Тучи сгущаются, поглощая свет. Дождь капает, как слёзы, оставляя следы на земле. Вода холодная, как огонь. Я мокрый до костей, но мне всё равно. Я кричу её имя:
— КАШТАНКААА!!!
Крик разрывает тишину, но в ответ — только эхо. Оно долго звучит, как издевательство. Где ты? Почему не возвращаешься?
Шаг. Мокрая грязь обвивает ногу, как сеть, тянет в землю. Я замираю. Не могу двигаться. Не хочу. Стою, и в голове — пустота. Как и в теле. «Я не смог удержать её. Всё из-за меня. Она ушла, как и все.»
Ветер воет, дождь сильнее. Но я его не чувствую. Я уже пуст.
Возвращаюсь домой. Мрак. Пустота. Отец смотрит телевизор, как всегда. Его взгляд не поднимается. Я не существую для него. Не для них.
— И зачем ты её искал? — спрашивает он, не отрывая взгляда от экрана. Голос сухой, как треснувшее дерево.
— Это всего лишь собака. Она не говорит. От неё нет выгоды.
Мои слова застревают в горле. Я хотел бы сказать: «Она дала мне то, чего вы не смогли — любовь. Без условий. Без боли.» Но не могу. Молчу. Мне нечего ответить.
Жизнь продолжается. Нужно научиться жить с этой болью. Но как? Это урок, который я не забуду. Все, кого я любил, уйдут. И оставят меня с шрамами, глубокими, как ямы, которые никогда не заживут.
Я буду расти. Но буду прятать свою боль, как старые, порванные книги, забитые пылью. Надеяться, что кто-то возьмёт меня за руку и скажет, что не один. Но надежды мало. Любовь уходит. Все уходят.

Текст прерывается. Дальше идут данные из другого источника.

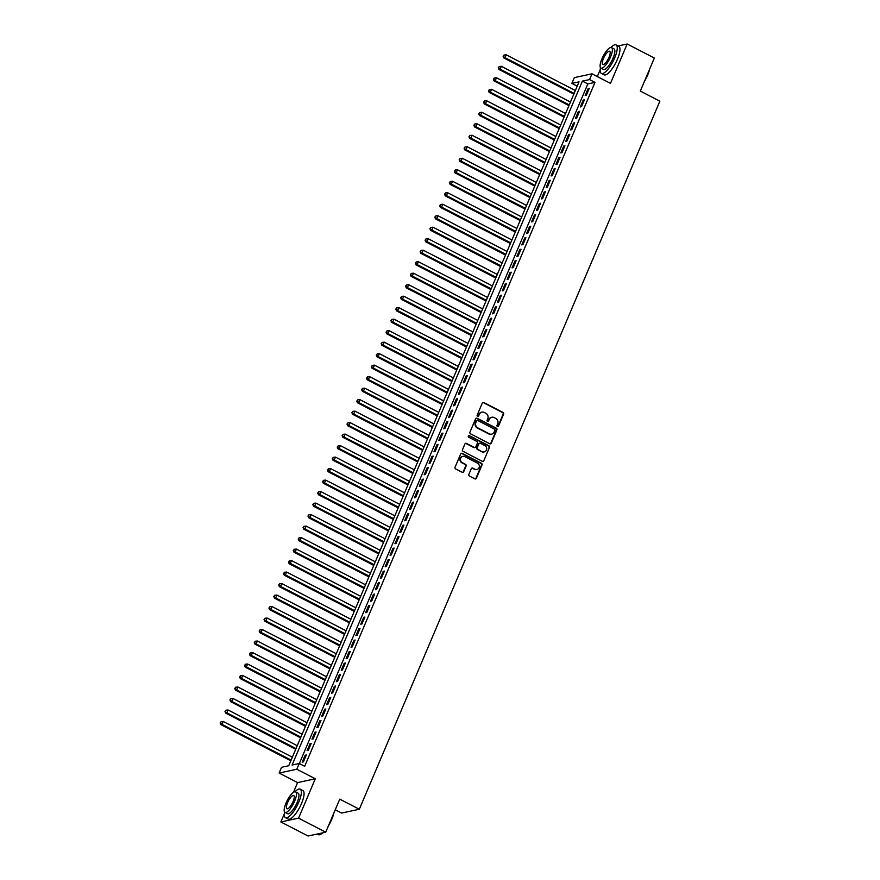 <?xml version="1.0" encoding="UTF-8"?>
<svg xmlns="http://www.w3.org/2000/svg" width="880" height="880" viewBox="0 0 880 880"><rect width="100%" height="100%" fill="white"/><g stroke="black" fill="none" stroke-linecap="round" stroke-linejoin="round"><path stroke-width="1.32" d="M497.442 426.514A0.88 0.814 77.8 0 0 498.52 426.107L503.613 414.117A1.265 1.166 77.8 0 0 503.019 412.445L483.824 402.523A1.265 1.166 77.8 0 0 482.273 403.095L477.191 415.085A0.88 0.814 77.8 0 0 478.126 416.339A0.88 0.814 77.8 0 0 478.687 415.855L479.336 414.304A4.026 3.729 77.8 0 1 484.286 412.456L485.881 413.292A4.026 3.729 77.8 0 1 487.762 418.66L487.113 420.211A0.88 0.814 77.8 0 0 488.037 421.465A0.88 0.814 77.8 0 0 488.598 420.981L489.258 419.43A4.026 3.729 77.8 0 1 494.208 417.582L495.803 418.418A4.026 3.729 77.8 0 1 497.684 423.786L497.024 425.337A0.88 0.814 77.8 0 0 497.442 426.514M497.706 426.602A0.88 0.814 77.8 0 0 498.036 426.217L503.129 414.227A1.265 1.166 77.8 0 0 502.546 412.544L483.34 402.622A1.265 1.166 77.8 0 0 482.845 402.501M477.873 416.35A0.88 0.814 77.8 0 0 478.203 415.965L479.336 414.304M487.795 421.476A0.88 0.814 77.8 0 0 488.125 421.091L489.258 419.43M468.864 474.375A1.265 1.166 77.8 0 0 469.447 476.058L474.837 478.841A1.265 1.166 77.8 0 0 476.377 478.269L482.031 464.948A1.265 1.166 77.8 0 0 481.448 463.276L462.253 453.354A1.265 1.166 77.8 0 0 460.702 453.926L455.048 467.236A1.265 1.166 77.8 0 0 455.642 468.919L462.143 472.285A1.265 1.166 77.8 0 0 463.694 471.702L466.114 466.004A1.265 1.166 77.8 0 0 465.52 464.332L462.297 462.66A3.366 3.113 77.8 0 1 462.869 456.346A3.366 3.113 77.8 0 1 464.86 456.621L477.499 463.155A3.366 3.113 77.8 0 1 476.927 469.469A3.366 3.113 77.8 0 1 474.936 469.194L472.824 468.105A1.265 1.166 77.8 0 0 471.284 468.677L468.864 474.375M299.244 763.488L296.813 769.241L279.114 773.047L281.556 767.305L288.728 765.754L579.04 81.84L571.868 83.38L574.31 77.638L591.998 73.821L589.556 79.574L582.384 81.114L292.072 765.039L299.244 763.488L304.678 766.293L594.99 82.379L589.556 79.574M591.998 73.821L610.467 83.369L627.176 44L654.335 58.036L640.31 91.08L659.868 101.189L359.315 809.248L339.757 799.139L325.732 832.194L298.573 818.147L315.282 778.778L296.813 769.241M489.731 443.751A1.265 1.166 77.8 0 0 491.271 443.179L496.925 429.858A1.265 1.166 77.8 0 0 496.342 428.186L477.147 418.264A1.265 1.166 77.8 0 0 475.596 418.836L469.942 432.157A1.265 1.166 77.8 0 0 470.536 433.829L489.731 443.751M489.478 447.403L483.824 460.724A1.265 1.166 77.8 0 1 482.284 461.296L463.089 451.374A1.265 1.166 77.8 0 1 462.495 449.691L464.915 444.004A1.265 1.166 77.8 0 1 466.466 443.421L474.243 447.447A1.265 1.166 77.8 0 0 475.794 446.864L477.4 443.091A1.265 1.166 77.8 0 0 476.806 441.408L468.71 437.217A0.88 0.814 77.8 0 1 468.853 435.567A0.88 0.814 77.8 0 1 469.381 435.644L488.895 445.731A1.265 1.166 77.8 0 1 489.478 447.403L483.824 460.724M325.732 832.194L308.044 836L280.874 821.964L298.573 818.147M627.176 44L618.112 45.958M610.214 47.652L609.356 48.125M586.399 95.194L589.325 88.297L588.126 88.55L585.2 95.447L586.399 95.194M581.515 106.689L584.452 99.792L583.253 100.045L580.327 106.942L581.515 106.689M576.642 118.184L579.568 111.287L578.369 111.54L575.443 118.437L576.642 118.184M571.758 129.679L574.684 122.782L573.496 123.035L570.57 129.932L571.758 129.679M566.885 141.174L569.811 134.277L568.612 134.53L565.686 141.427L566.885 141.174M562.001 152.669L564.927 145.772L563.739 146.025L560.802 152.922L562.001 152.669M557.128 164.164L560.054 157.267L558.855 157.52L555.929 164.417L557.128 164.164M552.244 175.659L555.17 168.762L553.982 169.015L551.045 175.912L552.244 175.659M547.36 187.154L550.297 180.257L549.098 180.51L546.172 187.407L547.36 187.154M542.487 198.649L545.413 191.752L544.214 192.005L541.288 198.902L542.487 198.649M537.603 210.133L540.54 203.247L539.341 203.5L536.415 210.397L537.603 210.133M532.73 221.628L535.656 214.731L534.457 214.995L531.531 221.892L532.73 221.628M527.846 233.123L530.772 226.226L529.584 226.49L526.658 233.387L527.846 233.123M522.973 244.618L525.899 237.721L524.7 237.985L521.774 244.882L522.973 244.618M518.089 256.113L521.015 249.216L519.827 249.48L516.901 256.377L518.089 256.113M513.216 267.608L516.142 260.711L514.943 260.975L512.017 267.872L513.216 267.608M508.332 279.103L511.258 272.206L510.07 272.47L507.133 279.367L508.332 279.103M503.448 290.598L506.385 283.701L505.186 283.965L502.26 290.862L503.448 290.598M498.575 302.093L501.501 295.196L500.302 295.46L497.376 302.346L498.575 302.093M493.691 313.588L496.628 306.691L495.429 306.944L492.503 313.841L493.691 313.588M488.818 325.083L491.744 318.186L490.545 318.439L487.619 325.336L488.818 325.083M483.934 336.578L486.86 329.681L485.672 329.934L482.746 336.831L483.934 336.578M479.061 348.073L481.987 341.176L480.788 341.429L477.862 348.326L479.061 348.073M474.177 359.568L477.103 352.671L475.915 352.924L472.989 359.821L474.177 359.568M469.304 371.063L472.23 364.166L471.031 364.419L468.105 371.316L469.304 371.063M464.42 382.558L467.346 375.661L466.158 375.914L463.221 382.811L464.42 382.558M459.536 394.053L462.473 387.156L461.274 387.409L458.348 394.306L459.536 394.053M454.663 405.548L457.589 398.651L456.39 398.904L453.464 405.801L454.663 405.548M449.779 417.043L452.716 410.146L451.517 410.399L448.591 417.296L449.779 417.043M444.906 428.538L447.832 421.641L446.633 421.894L443.707 428.791L444.906 428.538M440.022 440.022L442.948 433.136L441.76 433.389L438.834 440.286L440.022 440.022M435.149 451.517L438.075 444.62L436.876 444.884L433.95 451.781L435.149 451.517M430.265 463.012L433.191 456.115L432.003 456.379L429.077 463.276L430.265 463.012M425.392 474.507L428.318 467.61L427.119 467.874L424.193 474.771L425.392 474.507M420.508 486.002L423.434 479.105L422.246 479.369L419.309 486.266L420.508 486.002M415.635 497.497L418.561 490.6L417.362 490.864L414.436 497.761L415.635 497.497M410.751 508.992L413.677 502.095L412.478 502.359L409.552 509.256L410.751 508.992M405.867 520.487L408.804 513.59L407.605 513.854L404.679 520.751L405.867 520.487M400.994 531.982L403.92 525.085L402.721 525.349L399.795 532.235L400.994 531.982M396.11 543.477L399.036 536.58L397.848 536.833L394.922 543.73L396.11 543.477M391.237 554.972L394.163 548.075L392.964 548.328L390.038 555.225L391.237 554.972M386.353 566.467L389.279 559.57L388.091 559.823L385.165 566.72L386.353 566.467M381.48 577.962L384.406 571.065L383.207 571.318L380.281 578.215L381.48 577.962M376.596 589.457L379.522 582.56L378.334 582.813L375.397 589.71L376.596 589.457M371.723 600.952L374.649 594.055L373.45 594.308L370.524 601.205L371.723 600.952M366.839 612.447L369.765 605.55L368.566 605.803L365.64 612.7L366.839 612.447M361.955 623.942L364.892 617.045L363.693 617.298L360.767 624.195L361.955 623.942M357.082 635.437L360.008 628.54L358.809 628.793L355.883 635.69L357.082 635.437M352.198 646.932L355.124 640.035L353.936 640.288L351.01 647.185L352.198 646.932M347.325 658.427L350.251 651.53L349.052 651.783L346.126 658.68L347.325 658.427M342.441 669.911L345.367 663.025L344.179 663.278L341.253 670.175L342.441 669.911M337.568 681.406L340.494 674.509L339.295 674.773L336.369 681.67L337.568 681.406M332.684 692.901L335.61 686.004L334.422 686.268L331.485 693.165L332.684 692.901M327.811 704.396L330.737 697.499L329.538 697.763L326.612 704.66L327.811 704.396M322.927 715.891L325.853 708.994L324.654 709.258L321.728 716.155L322.927 715.891M318.043 727.386L320.98 720.489L319.781 720.753L316.855 727.65L318.043 727.386M313.17 738.881L316.096 731.984L314.897 732.248L311.971 739.145L313.17 738.881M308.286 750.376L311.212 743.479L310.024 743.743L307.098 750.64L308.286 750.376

Я буду искать кого-то, кто полюбит меня так, как она. Но буду знать, что это лишь иллюзия. Я буду тянуться, и каждый раз, когда кто-то уйдёт, буду чувствовать, как меня разрывает изнутри. Бояться потерять. Как тогда.
Но, несмотря на всё, я буду верить. Где-то там, в этом мире, где разбиты мечты и остаются только шрамы, я буду искать дом. Я буду искать, надеясь, что найду хотя бы частичку того, что потерял. И, может быть, вернусь домой.